44. The kit according to claim 39, wherein the level of CEA in the
control sample is a level above which a level of CEA in a subject's
sample is indicative of sensitivity of the subject's cancer to the
administration of ABT-869
45. The kit according to claim 39, wherein the one or more
substrates each comprise a solid support coupled to a detectable
label.
46. The kit according to claim 45, wherein the detectable label
comprises a fluorescent compound.
47. The kit according to claim 39, further comprising instructions
for determining the level of each marker in a sample from the
subject.
48. The kit according to claim 47, wherein the sample from the
subject is a blood sample.
49. The kit according to claim 47, wherein the sample from the
subject is a plasma sample.
50. The kit according to claim 47, wherein the sample from the
subject is a serum sample.
51. A kit for predicting the sensitivity of a cancer in a subject
to administration of ABT-869 to the subject, comprising: a. a
microarray of markers comprising one or more selected from the
group consisting of NSE, CYFRA 21-1, CA125, CEA and truncated forms
thereof, and b. a control sample containing a predetermined level
of the marker or markers, wherein the predetermined level for each
marker is a level relative to which a level for that marker
indicates a sensitivity of the subject's cancer to the
administration of ABT-869.
52. The kit according to claim 51, wherein the cancer is non
small-cell lung cancer.
53. The kit according to claim 51, wherein the level of NSE in the
control sample is a level below which a level of NSE in a subject's
sample is indicative of sensitivity of the subject's cancer to the
administration of ABT-869.
54. The kit according to claim 51, wherein the level of CYFRA 21-1
in the control sample is a level below which a level of CYFRA 21-1
in a subject's sample is indicative of sensitivity of the subject's
cancer to the administration of ABT-869.
55. The kit according to claim 51, wherein the level of CA125 in
the control sample is a level below which a level of CA125 in a
subject's sample is indicative of sensitivity of the subject's
cancer to the administration of ABT-869.
56. The kit according to claim 51, wherein the level of CEA in the
control sample is a level above which a level of CEA in a subject's
sample is indicative of sensitivity of the subject's cancer to the
administration of ABT-869
57. The kit according to claim 51, further comprising instructions
for determining the level of each marker in a sample from the
subject.
58. The kit according to claim 51, wherein the sample from the
subject is a blood sample.
59. The kit according to claim 51, wherein the sample from the
subject is a plasma sample.
60. The kit according to claim 51, wherein the sample from the
subject is a serum sample.
Description
RELATED APPLICATION INFORMATION
[0001] This application claims priority to U.S. Patent Application
Ser. No. 61/332,545 filed on May 7, 2010, and is incorporated
herein by reference by its entirety.
TECHNICAL FIELD
[0002] The present disclosure relates generally to the evaluation
and/or treatment of a subject having or suspected of having a
neoplastic condition, and in particular to the use of biomarkers
for identifying patients receptive to a certain drug therapy, and
which permit monitoring of patient response to such therapy.

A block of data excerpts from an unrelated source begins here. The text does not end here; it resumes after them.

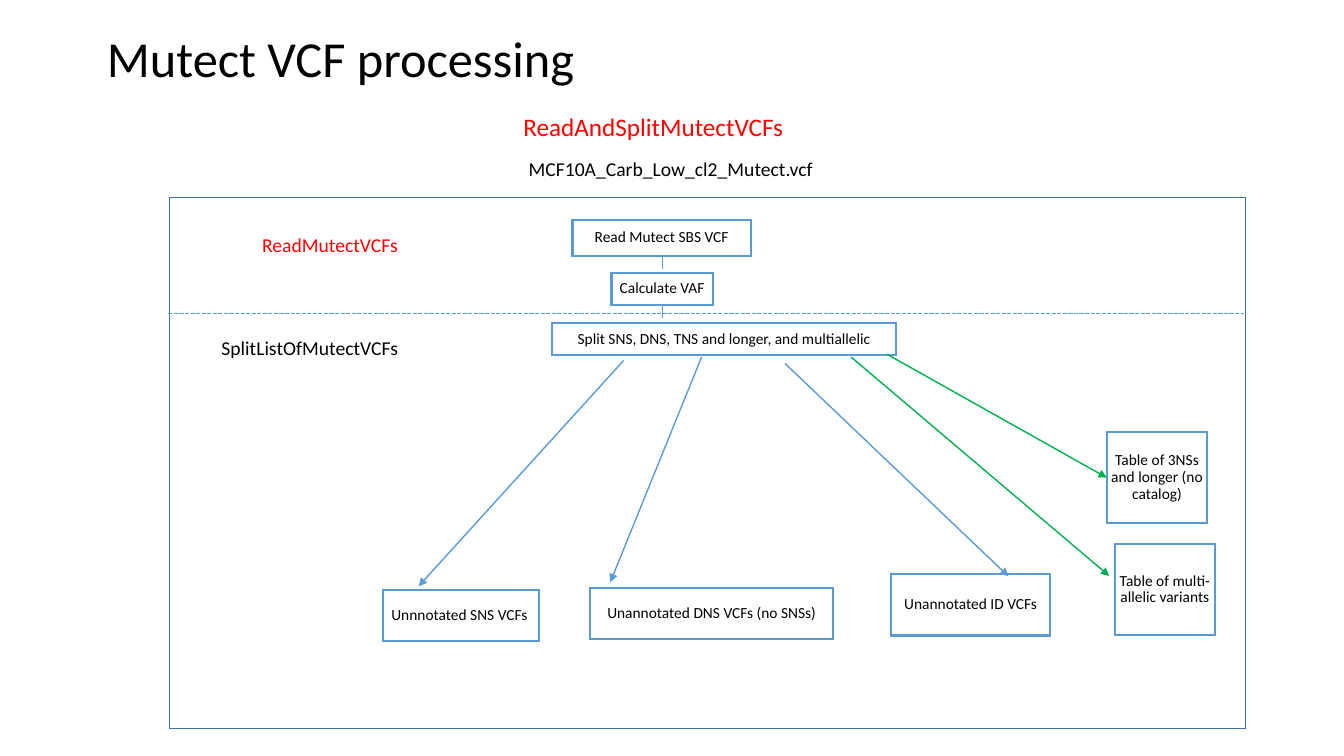
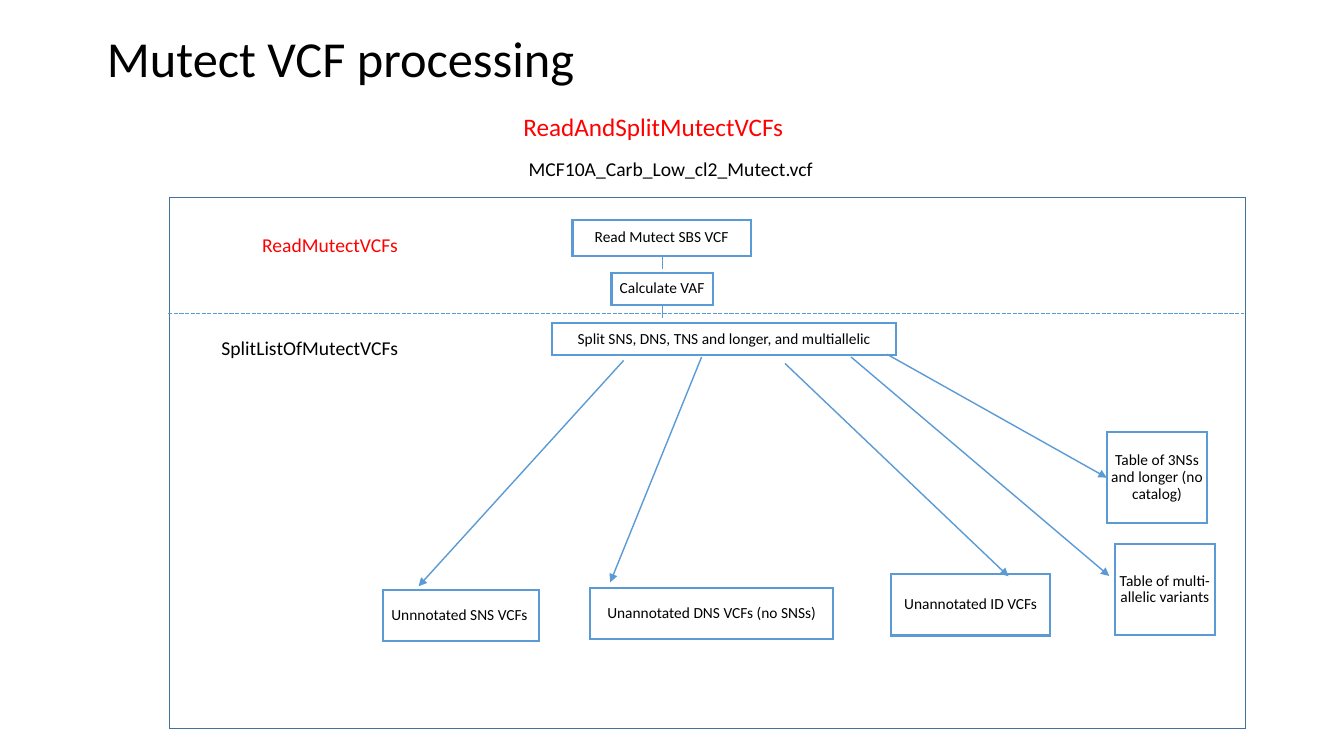
Before and after one commit to steverozen/ICAMS, a slide deck: slide 2 of data-raw/ICAMS-overview.pptx. Drawn at 1344x756 pixels with LibreOffice and Linux fonts; fonts in the diff are those of the drawing. Boxes give left, top, right and bottom in pixels: in the first picture for what was removed or moved away, otherwise in the second. Text is boxed around its words. In the diff, an @@ line names an element or a change of style, - is before the commit and + after.

```diff
--- a/data-raw/ICAMS-overview.pptx
+++ b/data-raw/ICAMS-overview.pptx
@@ arrow (851, 357) - (1109, 576): stroke #00B050 1 pt to #5B9BD5 1 pt @@
@@ arrow (887, 354) - (1107, 478): stroke #00B050 1 pt to #5B9BD5 1 pt @@
```
Also in this commit, not shown: 2 other slides changed, 4 slides removed, 1 other file.
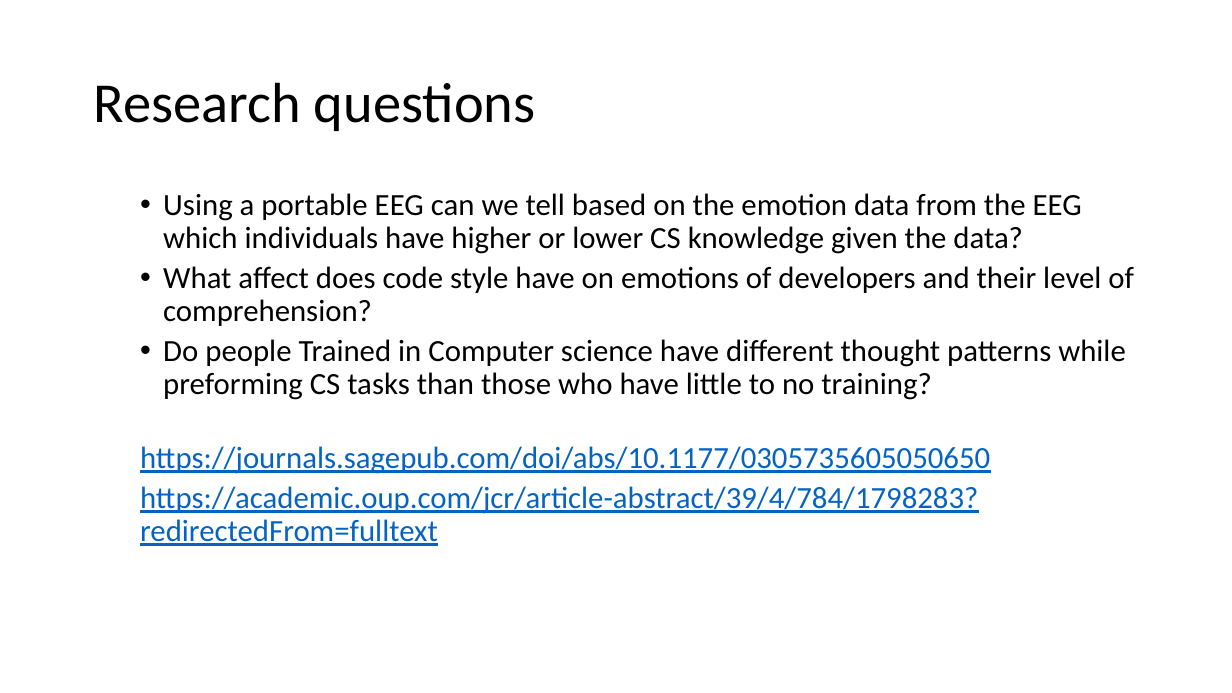
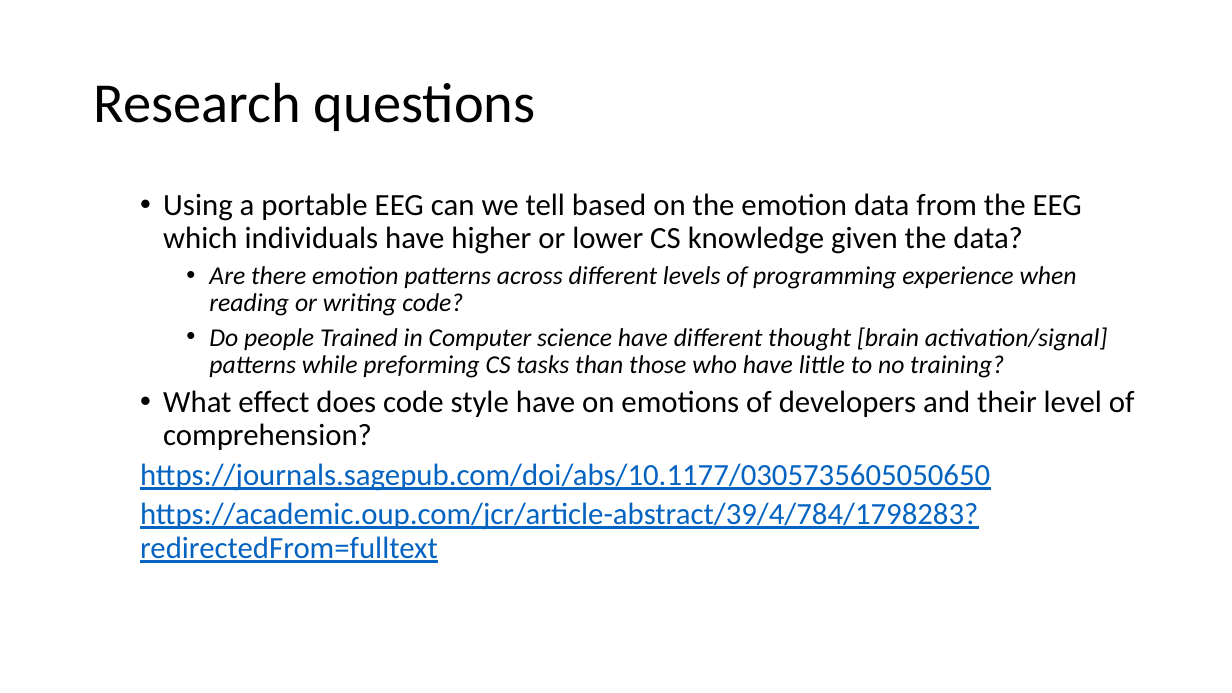
Before and after one commit to nauticalmonkey/CalPolyThesis, a slide deck: slide 4 of Thesis Idea.pptx. Drawn at 1232x693 pixels with LibreOffice and Linux fonts; fonts in the diff are those of the drawing. Boxes give left, top, right and bottom in pixels: in the first picture for what was removed or moved away, otherwise in the second. Text is boxed around its words. In the diff, an @@ line names an element or a change of style, - is before the commit and + after.

```diff
--- a/Thesis Idea.pptx
+++ b/Thesis Idea.pptx
@@ text at (163,266,1135,450): text changed; size 24 to 20 pt; italic on @@
-  • What affect does code style have on emotions of developers and their level of comprehension?
-  • Do people Trained in Computer science have different thought patterns while preforming CS tasks than those who have little to no training?
+    • Are there emotion patterns across different levels of programming experience when reading or writing code?
+    • Do people Trained in Computer science have different thought [brain activation/signal] patterns while preforming CS tasks than those who have little to no training?
+  • What effect does code style have on emotions of developers and their level of comprehension?
```
Also in this commit, not shown: 1 other slide changed.

BACKGROUND OF THE INVENTION
[0003] Genetic heterogeneity of cancer is a factor complicating the
development of efficacious cancer drugs. Cancers that are
considered to be a single disease entity according to classical
histopathological classification often reveal multiple genomic
subtypes when subjected to molecular profiling. In certain cases,
different genomic subtypes appear to have functional relevance to
the efficacy of certain drugs. For example, the efficacy of certain
targeted cancer drugs has been correlated with the presence of a
genomic feature, such as a gene amplification. (See, e.g., T. J.
Lynch et al., "Activating mutations in the epidermal growth factor
receptor underlying responsiveness of non-small-cell lung cancer to
gefitinib", N. Engl. J. Med., 350: 2129-2139, 2004.)
[0004] Clinical studies have also identified certain plasma and
serum markers that can be used to sub-classify lung cancer
patients. The National Association of Clinical Biochemistry has
published practice guidelines and recommendations for use of tumor
markers in the clinic. (See The NACB Practice Guidelines and
Recommendations for Use of Tumor Markers in the Clinic. Lung Cancer
Section 3P). A pattern of tumor marker release has been correlated
to the histological background of the tumor and can reveal mixed
histological components. Table 1 summarizes the correlation of the
markers CYFRA 21-1, CEA, NSE, and ProGRP with tumor histology.
TABLE-US-00001 TABLE 1 Histology Before therapy Post-therapy
follow-up Unknown CYFRA 21-1, CEA, After surgery: following NSE,
ProGRP histology In advanced disease: using the leading marker
Adenocarcinoma CYFRA 21-1 and CEA CYFRA 21-1 and/or CEA Squamous
cell CYFRA 21-1 and CEA CYFRA 21-1 and/or carcinoma (and SCCA) CEA
(and/or SCCA) Large cell CYFRA 21-1 and CEA CYFRA 21-1 and/or CEA
carcinoma Small cell NSE and ProGRP NSE and/or ProGRP carcinoma
CEA, carcino embryonic antigen: CYFRA 21-1, cytokeratin 19
fragmems: NSE, neuron specific enolase: ProGRP,
progastrin-releasing peptide: SCCA, squamous cell carcinoma
antigen
While the correlation of certain markers with certain subclasses of
lung cancer may be helpful for distinguishing among different
histological subtypes, the functional significance of such markers
is generally not well understood.
[0005] ABT-869 (Linifanib)
[N-(4-(3-amino-1H-indazol-4-yl)phenyl)-N'-(2-fluoro-5-methylphenyl)urea])-
, is a multi-targeted receptor tyrosine kinase inhibitor that has
been shown to inhibit of all members of the VEGF and PDGF receptor
families (e.g., KDR IC.sub.50 value of 4 nM), and have less
activity (IC.sub.50 values >1 .mu.M) against unrelated receptor
tyrosine kinases, soluble tyrosine kinases and serine/threonine
kinases. In addition, it exhibits potent anti-proliferative and
apoptotic effects on tumor cells that are dependent on mutant,
constitutively active, FLT3 and KIT kinases. Despite its potent
anti-tumor activity, many malignant cell types are refractory to
ABT-869. The cause of resistance is unknown.
[0006] Because of the potential therapeutic use of ABT-869 against
various cancers, companion diagnostic assays that would identify
those patients most receptive to ABT-869 therapy are needed.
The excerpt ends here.